Story-telling through jazz

  • 2011-04-21
  • By Sam Logger

PLAY IT AGAIN, SAM: The Baltics are into the swing of jazz as the European Jazz Orchestra gets ready to play.

RIGA - Jazz music has always fascinated, with its virtuosity, melody and arrangement. It has never been easy, as the main goal is to tell a story which is full of complexity and secrecy. Still, it owns this ability to tell a story effortlessly. This is what draws crowds around jazz. And the Baltic countries are welcome to enjoy this story-telling in three concerts by the visiting European Jazz Orchestra.

It was in 2005, when two major jazz oriented institutions – the Danish-based ‘Swinging Europe’ and ‘EBU Big Band’ – joined forces and established European Jazz Orchestra in the way it is known right now. The musical project is unique in its formation. Shaped by musicians from different European countries, the jazz orchestra changes its conductors, arrangers, and members of the band annually to maintain the fresh sound in their music. Moreover, the age range of the musicians is 18-30, thus, the orchestra is constantly enclosed in the spirit of the young. It lets the music become a lot more challenging and diverse, unifying both the intensity and peacefulness. Today more than 300 young musicians have already played for the orchestra, including Latvian music star Intars Busulis, who was a part of the project in 2005.

European Jazz Orchestra has toured throughout the world. Probably this is the reason why the orchestra promotes ‘world jazz’ in 2011. The music is penetrated by ethnic traditions of European and African-American legacy. And listeners will be guided through this story by the Finnish conductor and composer Jere Laukkanen.

Most likely it has to be said that jazz music is something that is not made for every person’s ear. Those who are used to dominant music, such as pop, in today’s industry, European Jazz Orchestra may sound even irritating. As the key features of jazz are to awaken some forgotten emotions and exert the body’s strings, the music is some sort of a mix of unexpected vibrations. Indeed, many can find themselves placed in the musical vastness where thoughts get their biggest power and where the frames of the accustomed popular music do not work anymore.
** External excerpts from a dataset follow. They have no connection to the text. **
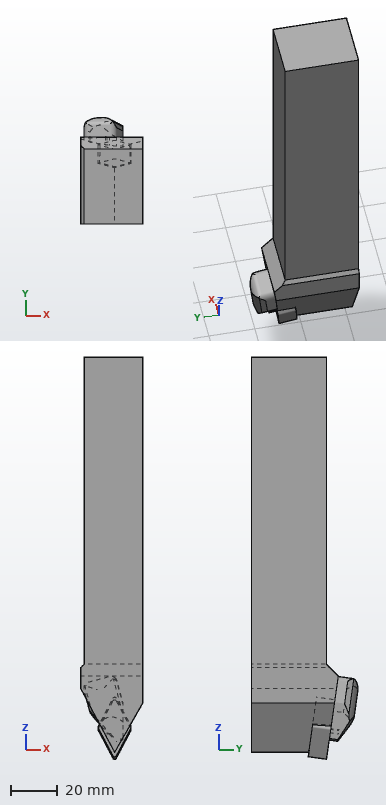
import cadquery as cq
import math


shank_width = 25.0
shank_depth = 32.0
overall_length = 171.35
head_overhang_x = 1.53
head_overhang_y = 5.0
head_step_z = 40.6
tip_from_right_side = 12.03
head_tip_z = 3.05
right_shoulder_z = 24.0
left_shoulder_z = 30.2

rake_angle = 8.0
insert_inscribed_diameter = 12.7
insert_point_angle = 55.0
insert_thickness = 7.94
insert_nose_radius = 0.8

clamp_angle = 15.0
clamp_top_offset_x = -6.7
clamp_top_above_insert = 21.6
clamp_width = 14.5
clamp_length = 27.2
clamp_wall_length = 12.2
clamp_taper_angle = 27.0
clamp_nose_width = 3.0
clamp_height = 9.17
clamp_wall_height = 4.3
clamp_bevel_top = 6.7
clamp_bevel_inset = 1.0
clamp_nose_height = 3.6
clamp_flat_length = 15.5
clamp_corner_radius = 5.16 / 2
clamp_roof_radius = 3.9

pad_length = 2.9
pad_width = 3.0
pad_height = 3.4
pad_top_from_insert = -1.5
pad_tip_x = -4.0

half_point = math.radians(insert_point_angle / 2)
half_long_diagonal = insert_inscribed_diameter / 2 / math.sin(half_point)
half_short_diagonal = insert_inscribed_diameter / 2 / math.cos(half_point)
nose_setback = insert_nose_radius * (1 / math.sin(half_point) - 1)
nose_reach = half_long_diagonal - nose_setback
rake = math.radians(rake_angle)
insert_centre_z = nose_reach * math.cos(rake)
insert_centre_y = shank_depth + nose_reach * math.sin(rake)

head_face = cq.Plane(
    origin=(0, insert_centre_y, insert_centre_z),
    xDir=(1, 0, 0),
    normal=(0, math.cos(rake), -math.sin(rake)),
)

right_x = tip_from_right_side
shank_left_x = right_x - shank_width
head_left_x = shank_left_x - head_overhang_x
head_depth = shank_depth + head_overhang_y


def make_holder_blank():
    """Square shank and pointed head, with 45 degree steps between them."""
    front_outline = [
        (right_x, overall_length),
        (shank_left_x, overall_length),
        (shank_left_x, head_step_z),
        (head_left_x, head_step_z - head_overhang_x),
        (head_left_x, left_shoulder_z),
        (0, head_tip_z),
        (right_x, right_shoulder_z),
    ]
    side_corner_z = head_step_z - head_overhang_y
    face_bottom_y = insert_centre_y - insert_centre_z * math.tan(rake)
    face_top_y = face_bottom_y + side_corner_z * math.tan(rake)
    side_outline = [
        (0, 0),
        (0, overall_length),
        (shank_depth, overall_length),
        (shank_depth, head_step_z),
        (face_top_y, side_corner_z),
        (face_bottom_y, 0),
    ]
    front = cq.Workplane("XZ").polyline(front_outline).close().extrude(-head_depth)
    side = (
        cq.Workplane("YZ", origin=(head_left_x, 0, 0))
        .polyline(side_outline)
        .close()
        .extrude(shank_width + head_overhang_x)
    )
    return front.intersect(side)


def make_insert():
    """Rhombic plate with rounded corners."""
    corners = [
        (0, half_long_diagonal),
        (half_short_diagonal, 0),
        (0, -half_long_diagonal),
        (-half_short_diagonal, 0),
    ]
    plate = cq.Workplane(head_face).polyline(corners).close().extrude(-insert_thickness)
    side_edges = cq.selectors.ParallelDirSelector(head_face.zDir)
    return plate.edges(side_edges).fillet(insert_nose_radius)


def make_clamp():
    """Finger with a tapering nose and a roof that slopes down to it."""
    turned = cq.Plane(
        origin=head_face.toWorldCoords((clamp_top_offset_x, -clamp_top_above_insert, 0)),
        xDir=head_face.xDir,
        normal=head_face.zDir,
    ).rotated((0, 0, -clamp_angle))
    half_width = clamp_width / 2
    taper = (clamp_length - clamp_wall_length) * math.tan(math.radians(clamp_taper_angle))
    nose_left = taper - half_width
    plan_outline = [
        (-half_width, 0),
        (half_width, 0),
        (half_width, clamp_wall_length),
        (nose_left + clamp_nose_width, clamp_length),
        (nose_left, clamp_length),
        (-half_width, clamp_wall_length),
    ]
    plan = cq.Workplane("XY").polyline(plan_outline).close().extrude(clamp_height)
    plan = plan.faces("<Y").edges("|Z").fillet(clamp_corner_radius)

    side = (
        cq.Workplane("YZ", origin=(-half_width, 0, 0))
        .lineTo(0, clamp_height - clamp_roof_radius)
        .radiusArc((clamp_roof_radius, clamp_height), clamp_roof_radius)
        .lineTo(clamp_flat_length, clamp_height)
        .lineTo(clamp_length, clamp_nose_height)
        .lineTo(clamp_length, 0)
        .close()
        .extrude(clamp_width)
    )

    half_crown = half_width - clamp_bevel_inset
    section = (
        cq.Workplane("XZ")
        .moveTo(-half_width, 0)
        .lineTo(-half_width, clamp_wall_height)
        .lineTo(-half_crown, clamp_bevel_top)
        .threePointArc((0, clamp_height), (half_crown, clamp_bevel_top))
        .lineTo(half_width, clamp_wall_height)
        .lineTo(half_width, 0)
        .close()
        .extrude(-clamp_length)
    )
    finger = plan.intersect(side).intersect(section)
    return cq.Workplane(finger.val().moved(cq.Location(turned)))


def make_pad():
    """Small block beside the clamp nose, standing on the insert."""
    corner_y = pad_top_from_insert + pad_length / 2
    flank_inset = pad_length / 2 * math.tan(half_point)
    outline = [
        (pad_tip_x + pad_width, pad_top_from_insert),
        (pad_tip_x + flank_inset, pad_top_from_insert),
        (pad_tip_x, corner_y),
        (pad_tip_x + flank_inset, pad_top_from_insert + pad_length),
        (pad_tip_x + pad_width, pad_top_from_insert + pad_length),
    ]
    return cq.Workplane(head_face).polyline(outline).close().extrude(pad_height)


insert = make_insert()
holder = make_holder_blank().cut(insert).union(make_clamp()).union(make_pad())

result = cq.Compound.makeCompound([holder.val(), insert.val()])

Bill Falconer of jazzreview.com has stated that the orchestra is “a wonderful gift for this turbulent world.” Arguably, he has a point. From the very beginning jazz music has served to portray the lines of life. And by that time, when this music style had emerged, it was almost impossible to impersonate these feelings using the traditionally strict music structure implemented by serious music. There was a necessity for this music to have no limits or determined forms, just the way life had had. So jazz gladly invited improvisation, swinging vibe and structural chaos into music.

Nowadays it has not changed, and neither has life. European Jazz Orchestra as the mediator connects the listeners to what is obvious – the feeling to live is just as unpredictable as the music itself. And actually it is the main reason why this concert has to be attended. Jazz music is never about just listening. From the first chords, the listener will transform into the participator. This is where the soulful melodies will let everyone trace his leap of destiny, and maybe even find some answers which were hard to get. How can jazz do it? It is no pure magic or anything mystical! At the end of the concert probably everyone will understand that music is able to open the hidden imagination. The only difference between jazz or popular music in this case is really a chance to stimulate a very personal journey which leads to the unknown.

European Jazz Orchestra will perform in Liepaja, Latvia, on April 25 and Tallinn, Estonia, on April 27. They will also star in the festival Rigas Ritmi on April 26, which will take place in Riga Congress Hall.